* What is being asked *
Nothing but the lines below from the first through the one with "NECK_HALF = 0.59" should appear, printed exactly; please leave pictures out.

* Dataset content *
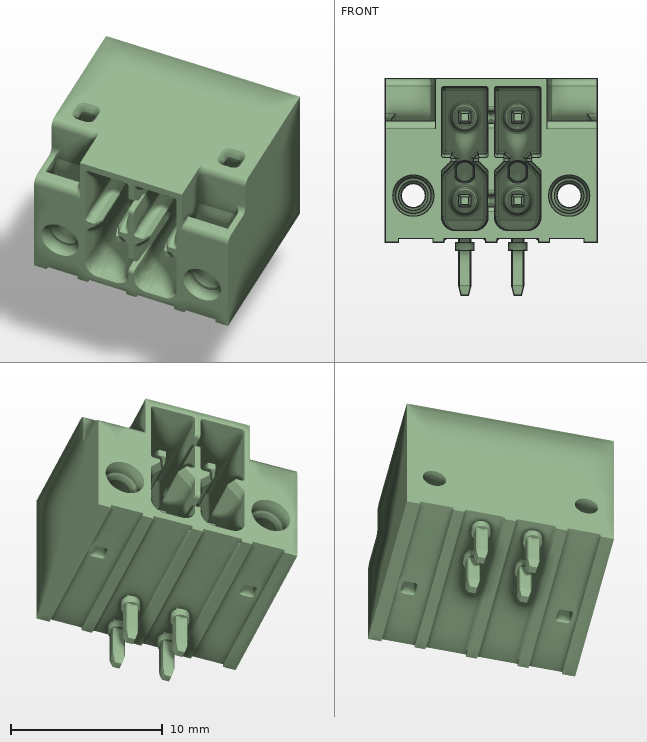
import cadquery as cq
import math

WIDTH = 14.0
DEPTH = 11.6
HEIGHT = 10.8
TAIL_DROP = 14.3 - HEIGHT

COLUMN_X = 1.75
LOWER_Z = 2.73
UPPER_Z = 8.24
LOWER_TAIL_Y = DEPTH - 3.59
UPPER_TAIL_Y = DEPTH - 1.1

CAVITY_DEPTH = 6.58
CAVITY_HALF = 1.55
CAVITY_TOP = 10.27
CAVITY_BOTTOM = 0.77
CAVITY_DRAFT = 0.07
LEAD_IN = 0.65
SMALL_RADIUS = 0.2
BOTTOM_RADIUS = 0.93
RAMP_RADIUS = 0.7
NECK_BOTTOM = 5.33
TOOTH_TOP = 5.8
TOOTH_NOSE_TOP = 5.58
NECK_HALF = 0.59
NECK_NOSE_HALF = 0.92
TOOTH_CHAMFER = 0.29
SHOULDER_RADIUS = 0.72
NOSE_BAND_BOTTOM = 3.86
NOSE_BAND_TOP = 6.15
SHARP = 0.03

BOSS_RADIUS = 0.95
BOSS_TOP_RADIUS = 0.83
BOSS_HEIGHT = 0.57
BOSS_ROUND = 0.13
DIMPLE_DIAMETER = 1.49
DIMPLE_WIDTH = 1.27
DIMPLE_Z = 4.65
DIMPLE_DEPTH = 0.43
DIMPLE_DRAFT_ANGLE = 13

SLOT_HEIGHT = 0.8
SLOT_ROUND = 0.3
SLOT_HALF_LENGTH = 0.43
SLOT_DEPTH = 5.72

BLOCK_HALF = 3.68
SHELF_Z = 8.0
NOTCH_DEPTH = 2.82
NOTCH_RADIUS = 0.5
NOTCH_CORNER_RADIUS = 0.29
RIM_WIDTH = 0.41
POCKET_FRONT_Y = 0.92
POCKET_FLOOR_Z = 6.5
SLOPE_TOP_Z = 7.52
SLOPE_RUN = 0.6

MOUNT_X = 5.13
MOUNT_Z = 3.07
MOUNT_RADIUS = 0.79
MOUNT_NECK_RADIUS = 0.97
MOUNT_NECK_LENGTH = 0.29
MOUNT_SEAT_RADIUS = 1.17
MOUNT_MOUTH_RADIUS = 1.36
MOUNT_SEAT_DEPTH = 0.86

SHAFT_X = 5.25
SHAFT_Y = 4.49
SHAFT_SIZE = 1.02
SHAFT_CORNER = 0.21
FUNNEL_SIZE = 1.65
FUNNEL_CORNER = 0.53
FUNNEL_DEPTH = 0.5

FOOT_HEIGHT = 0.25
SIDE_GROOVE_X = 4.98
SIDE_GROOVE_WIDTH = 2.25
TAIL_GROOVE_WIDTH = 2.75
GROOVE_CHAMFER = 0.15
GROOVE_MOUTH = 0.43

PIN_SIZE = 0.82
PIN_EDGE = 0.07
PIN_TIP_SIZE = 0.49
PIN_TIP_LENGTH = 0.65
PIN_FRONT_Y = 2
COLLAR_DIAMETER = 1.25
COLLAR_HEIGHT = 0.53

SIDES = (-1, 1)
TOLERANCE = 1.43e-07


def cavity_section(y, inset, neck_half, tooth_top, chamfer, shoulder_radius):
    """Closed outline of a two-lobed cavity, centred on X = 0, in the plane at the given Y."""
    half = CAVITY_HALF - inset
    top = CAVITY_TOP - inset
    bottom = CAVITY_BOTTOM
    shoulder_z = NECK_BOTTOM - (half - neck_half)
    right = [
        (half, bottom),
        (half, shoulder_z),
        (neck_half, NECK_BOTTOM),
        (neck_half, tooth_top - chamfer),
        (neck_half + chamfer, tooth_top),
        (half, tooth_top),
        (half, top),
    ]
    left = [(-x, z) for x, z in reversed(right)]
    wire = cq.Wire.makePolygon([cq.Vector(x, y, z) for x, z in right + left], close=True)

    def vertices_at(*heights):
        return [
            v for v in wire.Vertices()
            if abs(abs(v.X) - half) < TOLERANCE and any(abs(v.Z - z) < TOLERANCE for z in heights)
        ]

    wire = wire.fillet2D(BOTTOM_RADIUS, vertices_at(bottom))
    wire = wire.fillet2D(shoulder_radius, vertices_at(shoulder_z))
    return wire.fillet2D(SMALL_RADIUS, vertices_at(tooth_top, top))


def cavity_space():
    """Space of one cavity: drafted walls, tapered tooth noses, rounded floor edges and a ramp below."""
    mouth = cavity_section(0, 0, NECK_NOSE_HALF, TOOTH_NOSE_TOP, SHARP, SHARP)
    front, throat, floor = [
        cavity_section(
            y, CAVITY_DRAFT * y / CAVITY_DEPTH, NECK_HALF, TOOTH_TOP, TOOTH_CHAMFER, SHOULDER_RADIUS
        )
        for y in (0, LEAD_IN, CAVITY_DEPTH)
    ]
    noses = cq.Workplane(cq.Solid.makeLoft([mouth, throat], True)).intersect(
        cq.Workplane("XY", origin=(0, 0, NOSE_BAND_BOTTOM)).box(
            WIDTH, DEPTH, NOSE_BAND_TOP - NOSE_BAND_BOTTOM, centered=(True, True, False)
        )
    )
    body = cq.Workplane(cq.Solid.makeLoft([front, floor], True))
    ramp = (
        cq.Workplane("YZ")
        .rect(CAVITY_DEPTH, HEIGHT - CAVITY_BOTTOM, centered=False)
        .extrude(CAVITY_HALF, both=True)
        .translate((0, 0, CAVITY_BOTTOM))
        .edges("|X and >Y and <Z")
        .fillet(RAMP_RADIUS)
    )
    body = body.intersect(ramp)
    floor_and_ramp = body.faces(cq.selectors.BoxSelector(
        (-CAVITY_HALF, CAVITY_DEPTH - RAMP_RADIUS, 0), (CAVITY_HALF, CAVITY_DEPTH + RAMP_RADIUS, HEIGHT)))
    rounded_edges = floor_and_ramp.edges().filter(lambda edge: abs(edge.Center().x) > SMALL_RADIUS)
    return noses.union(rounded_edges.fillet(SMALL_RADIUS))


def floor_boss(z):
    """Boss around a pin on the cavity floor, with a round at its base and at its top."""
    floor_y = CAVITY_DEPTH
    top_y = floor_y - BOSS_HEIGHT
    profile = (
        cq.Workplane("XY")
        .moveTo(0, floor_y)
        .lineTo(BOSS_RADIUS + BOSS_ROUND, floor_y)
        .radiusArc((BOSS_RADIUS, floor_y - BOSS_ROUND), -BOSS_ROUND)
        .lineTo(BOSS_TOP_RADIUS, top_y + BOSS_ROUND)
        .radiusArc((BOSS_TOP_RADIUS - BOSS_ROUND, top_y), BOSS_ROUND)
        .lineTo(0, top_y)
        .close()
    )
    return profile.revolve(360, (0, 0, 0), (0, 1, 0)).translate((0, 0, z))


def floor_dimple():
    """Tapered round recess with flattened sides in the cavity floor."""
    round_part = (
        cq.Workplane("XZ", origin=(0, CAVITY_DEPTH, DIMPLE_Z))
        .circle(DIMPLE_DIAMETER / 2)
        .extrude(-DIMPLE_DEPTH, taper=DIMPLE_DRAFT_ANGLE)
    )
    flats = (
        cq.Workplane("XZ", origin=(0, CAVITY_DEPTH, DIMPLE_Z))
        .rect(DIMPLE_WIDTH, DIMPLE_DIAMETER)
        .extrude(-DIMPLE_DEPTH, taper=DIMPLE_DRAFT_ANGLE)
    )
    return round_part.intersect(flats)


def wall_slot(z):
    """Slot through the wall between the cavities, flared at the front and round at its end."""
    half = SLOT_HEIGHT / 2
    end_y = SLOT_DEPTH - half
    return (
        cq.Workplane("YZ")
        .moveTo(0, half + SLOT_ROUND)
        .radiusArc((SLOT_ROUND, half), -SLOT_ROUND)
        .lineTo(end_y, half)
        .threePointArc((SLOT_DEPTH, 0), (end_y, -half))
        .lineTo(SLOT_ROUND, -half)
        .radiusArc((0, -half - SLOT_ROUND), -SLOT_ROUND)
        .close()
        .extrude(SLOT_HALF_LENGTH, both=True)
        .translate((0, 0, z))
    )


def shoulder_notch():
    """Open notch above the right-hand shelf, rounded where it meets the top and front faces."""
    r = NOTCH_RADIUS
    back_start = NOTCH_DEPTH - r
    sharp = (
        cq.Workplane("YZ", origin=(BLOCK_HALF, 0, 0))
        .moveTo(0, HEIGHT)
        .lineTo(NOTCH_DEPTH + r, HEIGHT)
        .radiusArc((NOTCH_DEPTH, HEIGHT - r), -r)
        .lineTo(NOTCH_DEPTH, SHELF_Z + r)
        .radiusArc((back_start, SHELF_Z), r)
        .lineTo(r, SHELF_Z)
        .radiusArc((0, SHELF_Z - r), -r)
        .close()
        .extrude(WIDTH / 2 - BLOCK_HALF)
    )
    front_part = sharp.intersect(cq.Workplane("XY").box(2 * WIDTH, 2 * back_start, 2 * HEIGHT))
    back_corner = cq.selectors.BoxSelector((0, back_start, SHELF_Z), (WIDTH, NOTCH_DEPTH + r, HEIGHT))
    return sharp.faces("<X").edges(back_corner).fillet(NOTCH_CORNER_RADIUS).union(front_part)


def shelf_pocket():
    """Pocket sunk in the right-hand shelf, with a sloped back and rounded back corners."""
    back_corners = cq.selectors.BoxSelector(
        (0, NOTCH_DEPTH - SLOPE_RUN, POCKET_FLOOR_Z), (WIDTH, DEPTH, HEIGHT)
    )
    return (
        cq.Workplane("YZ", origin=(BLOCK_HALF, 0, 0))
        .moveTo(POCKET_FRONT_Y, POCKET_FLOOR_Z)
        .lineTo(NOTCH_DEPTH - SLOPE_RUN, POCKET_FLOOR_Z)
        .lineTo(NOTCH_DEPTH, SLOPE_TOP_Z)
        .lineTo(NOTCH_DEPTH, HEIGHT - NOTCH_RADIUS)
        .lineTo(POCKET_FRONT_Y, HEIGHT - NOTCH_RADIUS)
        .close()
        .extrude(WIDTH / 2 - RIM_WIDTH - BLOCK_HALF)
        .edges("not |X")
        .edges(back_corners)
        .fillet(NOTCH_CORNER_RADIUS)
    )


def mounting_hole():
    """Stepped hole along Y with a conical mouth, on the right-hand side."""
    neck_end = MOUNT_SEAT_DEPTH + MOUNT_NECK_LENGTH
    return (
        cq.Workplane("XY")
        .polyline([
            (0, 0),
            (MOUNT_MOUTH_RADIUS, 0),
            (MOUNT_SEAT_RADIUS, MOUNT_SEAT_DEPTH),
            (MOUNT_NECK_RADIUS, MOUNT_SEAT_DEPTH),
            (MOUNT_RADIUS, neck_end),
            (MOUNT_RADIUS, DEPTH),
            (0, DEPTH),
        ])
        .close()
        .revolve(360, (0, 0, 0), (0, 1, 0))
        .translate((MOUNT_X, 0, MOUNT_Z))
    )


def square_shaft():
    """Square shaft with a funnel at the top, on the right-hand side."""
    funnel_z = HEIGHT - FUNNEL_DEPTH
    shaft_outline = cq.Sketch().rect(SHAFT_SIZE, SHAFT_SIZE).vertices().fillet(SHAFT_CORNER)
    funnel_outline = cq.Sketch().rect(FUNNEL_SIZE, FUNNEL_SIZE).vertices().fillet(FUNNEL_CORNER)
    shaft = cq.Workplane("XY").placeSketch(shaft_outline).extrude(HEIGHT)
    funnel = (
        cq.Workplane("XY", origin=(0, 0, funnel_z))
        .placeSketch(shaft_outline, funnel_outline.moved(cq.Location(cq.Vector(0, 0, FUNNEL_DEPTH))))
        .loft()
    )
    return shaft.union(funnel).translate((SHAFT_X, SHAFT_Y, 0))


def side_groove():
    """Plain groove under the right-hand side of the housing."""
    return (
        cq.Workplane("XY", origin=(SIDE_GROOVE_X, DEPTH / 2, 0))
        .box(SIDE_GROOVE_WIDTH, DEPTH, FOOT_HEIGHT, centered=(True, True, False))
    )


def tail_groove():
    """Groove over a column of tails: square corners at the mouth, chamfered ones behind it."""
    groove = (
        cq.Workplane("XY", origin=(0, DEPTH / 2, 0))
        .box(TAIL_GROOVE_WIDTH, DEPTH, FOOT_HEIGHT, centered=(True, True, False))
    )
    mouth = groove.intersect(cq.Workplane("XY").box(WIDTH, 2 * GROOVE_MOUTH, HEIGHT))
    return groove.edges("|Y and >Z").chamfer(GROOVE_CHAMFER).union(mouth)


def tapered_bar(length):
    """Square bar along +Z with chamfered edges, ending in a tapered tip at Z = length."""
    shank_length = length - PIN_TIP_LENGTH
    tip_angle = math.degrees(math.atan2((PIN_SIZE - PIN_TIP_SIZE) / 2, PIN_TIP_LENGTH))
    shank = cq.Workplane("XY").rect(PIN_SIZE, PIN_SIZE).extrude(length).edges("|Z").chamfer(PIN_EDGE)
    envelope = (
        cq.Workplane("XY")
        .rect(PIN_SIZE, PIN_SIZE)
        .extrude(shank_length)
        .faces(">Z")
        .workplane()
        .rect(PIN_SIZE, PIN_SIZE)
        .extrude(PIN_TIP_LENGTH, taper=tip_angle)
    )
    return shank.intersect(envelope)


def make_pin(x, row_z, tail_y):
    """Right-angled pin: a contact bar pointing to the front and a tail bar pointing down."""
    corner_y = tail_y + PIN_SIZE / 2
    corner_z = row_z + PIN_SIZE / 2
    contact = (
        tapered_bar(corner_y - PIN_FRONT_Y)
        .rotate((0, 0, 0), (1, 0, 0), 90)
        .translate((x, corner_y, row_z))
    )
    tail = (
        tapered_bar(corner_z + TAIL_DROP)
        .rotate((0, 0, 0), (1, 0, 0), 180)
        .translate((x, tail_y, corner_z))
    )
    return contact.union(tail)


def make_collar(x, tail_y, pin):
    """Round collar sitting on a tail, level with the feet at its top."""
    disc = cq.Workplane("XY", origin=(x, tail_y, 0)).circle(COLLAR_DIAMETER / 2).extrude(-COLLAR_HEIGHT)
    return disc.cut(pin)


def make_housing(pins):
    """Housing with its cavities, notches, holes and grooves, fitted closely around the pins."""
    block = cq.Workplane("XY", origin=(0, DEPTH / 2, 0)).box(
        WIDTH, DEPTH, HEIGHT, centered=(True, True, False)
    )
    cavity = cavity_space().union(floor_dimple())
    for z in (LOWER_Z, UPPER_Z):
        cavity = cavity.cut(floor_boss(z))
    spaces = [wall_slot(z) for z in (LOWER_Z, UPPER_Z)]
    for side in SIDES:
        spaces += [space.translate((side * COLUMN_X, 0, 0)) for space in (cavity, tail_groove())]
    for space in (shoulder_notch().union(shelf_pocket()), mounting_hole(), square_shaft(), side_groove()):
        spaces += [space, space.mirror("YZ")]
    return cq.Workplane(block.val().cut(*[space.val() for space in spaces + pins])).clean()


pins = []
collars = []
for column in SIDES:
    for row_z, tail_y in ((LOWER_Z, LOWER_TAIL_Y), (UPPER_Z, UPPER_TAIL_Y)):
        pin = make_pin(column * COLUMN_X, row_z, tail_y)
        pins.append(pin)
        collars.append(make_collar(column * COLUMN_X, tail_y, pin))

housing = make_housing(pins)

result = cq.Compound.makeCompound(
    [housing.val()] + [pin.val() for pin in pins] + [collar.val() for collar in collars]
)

* Expected answer *
import cadquery as cq
import math

WIDTH = 14.0
DEPTH = 11.6
HEIGHT = 10.8
TAIL_DROP = 14.3 - HEIGHT

COLUMN_X = 1.75
LOWER_Z = 2.73
UPPER_Z = 8.24
LOWER_TAIL_Y = DEPTH - 3.59
UPPER_TAIL_Y = DEPTH - 1.1

CAVITY_DEPTH = 6.58
CAVITY_HALF = 1.55
CAVITY_TOP = 10.27
CAVITY_BOTTOM = 0.77
CAVITY_DRAFT = 0.07
LEAD_IN = 0.65
SMALL_RADIUS = 0.2
BOTTOM_RADIUS = 0.93
RAMP_RADIUS = 0.7
NECK_BOTTOM = 5.33
TOOTH_TOP = 5.8
TOOTH_NOSE_TOP = 5.58
NECK_HALF = 0.59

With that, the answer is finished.